Laurence Leboeuf as Dr. Magalie “Mags” Leblanc in “Transplant,”
which concludes its first season on May 27. PHOTO CREDIT: Bell Media

When the doctors and nurses of the fictional York Memorial Hospital are gathered around an emergency patient, calling out instructions and reaching for life-saving equipment, to actor Laurence Leboeuf it’s a bit like a ballet.

She plays Dr. Magalie “Mags” Leblanc in CTV’s “Transplant,” which ends its first season Wednesday, May 27 at 9 p.m. And she uses the word “ballet” a couple of times during our interview to describe the process of making the show’s medical scenes look and feel believable.

“Transplant” is about Dr. Bashir Hamed (played by Hamza Haq), a Syrian refugee who becomes a resident in the ER of a big Toronto hospital after saving the life of his future boss, Dr. Bishop (Scottish actor John Hannah), in an accident. Mags is one of his fellow ER residents.

As with all medical TV shows, Haq, Leboeuf and their cast mates have to convincingly fake a variety of medical procedures. For the really big traumas, the cast would spend hours rehearsing at weekend “boot camps,” Leboeuf said.

“At the beginning of rehearsal, sometimes I would start and after five minutes I was like, ‘This is never gonna happen. There’s too much to do,'” Leboeuf said over the phone from her hometown of Montreal, where “Transplant” shoots. “Then the puzzle comes together and, at the end, it’s super rewarding when the ballet happens and you’re like ‘Wow, that’s cool, we did that.'”

Not only did the actors have to learn medical jargon (with the help of consultants Dr. Zachary Levine and nurse “Magic Mike” Richardson), they had to learn to use it convincingly, to time it to their movements as they manipulated fake medical equipment and to, well, you know, act while spouting words like “pericardial effusion” and “sternotomy.”

Add the fact that English is not Leboeuf’s first language and it’s that much more of a challenge.

“I wanted Mags to speak really, really fast: to not think, like she knows everything; she’s read all the books, there’s no delay in her mind,” Leboeuf said. “So sometimes, with English being my second language, it was harder for me to put it into my mouth.”

Mags has been one of the most challenging and rewarding roles that Leboeuf has played. It’s the first time in a more than two-decade career that the 34-year-old has been a lead in a TV series.

She has played a doctor before, in the Quebec series “Trauma,” although that character was an “extremely troubled” surgeon “who was seeing her dead father and stuff like that.” Leboeuf has switched back and forth between French and English TV and movies, including “Being Erica,” “Durham County,” the English remake of “19-2” and the limited series “The Disappearance.”

Mags has been special, though. “I love playing Mags,” said Leboeuf. “I love her quickness and her spazziness and her awkwardness and her brain. When I first read the script I was just like, ‘Yeah, I love this character already.’ I could actually be playing her for a while if we get the chance. She is that interesting.”

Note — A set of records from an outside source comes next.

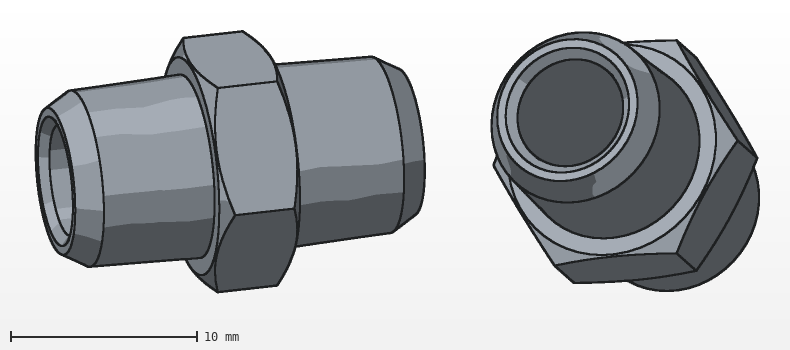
import cadquery as cq
import math

total_length = 19.5
hex_width = 4.5
half_length = total_length / 2
half_hex = hex_width / 2

across_flats = 12.0
corner_radius = across_flats / math.sqrt(3)
hex_face_radius = 5.9
hex_chamfer_angle = math.radians(30)
trim_margin = 1.0

tip_radius = 3.98
chamfer_end_radius = 4.775
tip_chamfer_angle = math.radians(30)
diameter_taper = 1 / 16
tip_chamfer_length = (chamfer_end_radius - tip_radius) / math.tan(tip_chamfer_angle)
taper_length = half_length - half_hex - tip_chamfer_length
root_radius = chamfer_end_radius + taper_length * diameter_taper / 2

bore_diameter = 6.0
bore_radius = bore_diameter / 2
mouth_depth = 0.5
mouth_radius = bore_radius + mouth_depth


def revolve_profile(points):
    """Revolve a closed (radius, y) profile about the Y axis."""
    return cq.Workplane("XY").polyline(points).close().revolve(360, (0, 0, 0), (0, 1, 0))


def make_hexagon():
    """Hexagonal prism with its corners trimmed by a cone on both faces."""
    prism = (
        cq.Workplane("XZ")
        .polygon(6, 2 * corner_radius)
        .extrude(half_hex, both=True)
    )
    trim_radius = corner_radius + trim_margin
    trim_drop = (trim_radius - hex_face_radius) * math.tan(hex_chamfer_angle)
    trim_envelope = revolve_profile([
        (0, -half_hex),
        (hex_face_radius, -half_hex),
        (trim_radius, -half_hex + trim_drop),
        (trim_radius, half_hex - trim_drop),
        (hex_face_radius, half_hex),
        (0, half_hex),
    ])
    return prism.intersect(trim_envelope)


def make_spigot(side):
    """Tapered spigot with a chamfered tip, from mid-plane to one end (side is +1 or -1)."""
    return revolve_profile([
        (0, 0),
        (root_radius, 0),
        (root_radius, side * half_hex),
        (chamfer_end_radius, side * (half_length - tip_chamfer_length)),
        (tip_radius, side * half_length),
        (0, side * half_length),
    ])


def make_bore():
    """Through bore with a countersink at each end."""
    return revolve_profile([
        (0, -half_length),
        (mouth_radius, -half_length),
        (bore_radius, -half_length + mouth_depth),
        (bore_radius, half_length - mouth_depth),
        (mouth_radius, half_length),
        (0, half_length),
    ])


body = make_hexagon()
for end_side in (-1, 1):
    body = body.union(make_spigot(end_side))

result = body.cut(make_bore())

And just for the record, the workaholic Mags is “just so the opposite of who I am,” Leboeuf said. “I enjoy doing nothing; I love having  a social life outside of my job, although I love what I do.”

As I write this, Bell Media has not yet said if “Transplant” is getting a second season. I would, however, be astonished if it didn’t given that the show has been a ratings hit here at home – drawing more than 1.7 million viewers in early May, according to the most recent Numeris ratings available – and has been picked up by NBC to air in the U.S.

Leboeuf says that last bit of news is “so rewarding.”

“When you’ve worked hard on a show, and we’ve all believed in it and we’ve all loved it and we’ve  all thought we were doing a great show, so just to have that validation not only within Canada but now kind of internationally that’s just really, really rewarding.”

Leboeuf has given some thought to why medical dramas are such an enduring part of our TV landscape.

“Medical shows are like an endless well of amazing stories to tell,” she said. “Always there’s sorrow and rejoicing and courage and life-saving and sacrifices. We see the family struggles, we see the doctor struggles, we see the human part of it.”

And with plot lines that touch on everything from anti-vaxxers to mental illness to racism to drunk driving to gender dysphoria, Leboeuf sees “an endless well of amazing stories, human stories” to draw on.

Assuming “Transplant” does get the go-ahead for more episodes, Leboeuf is itching to get back to work with the cast mates who’ve become “an instant family,” once it’s considered safe for TV production to resume during this COVID-19 pandemic.

In the meantime we’ve got Wednesday’s season finale to look forward to.

“It’s a great cliffhanger, something big’s happening. It’s a great episode,” she said.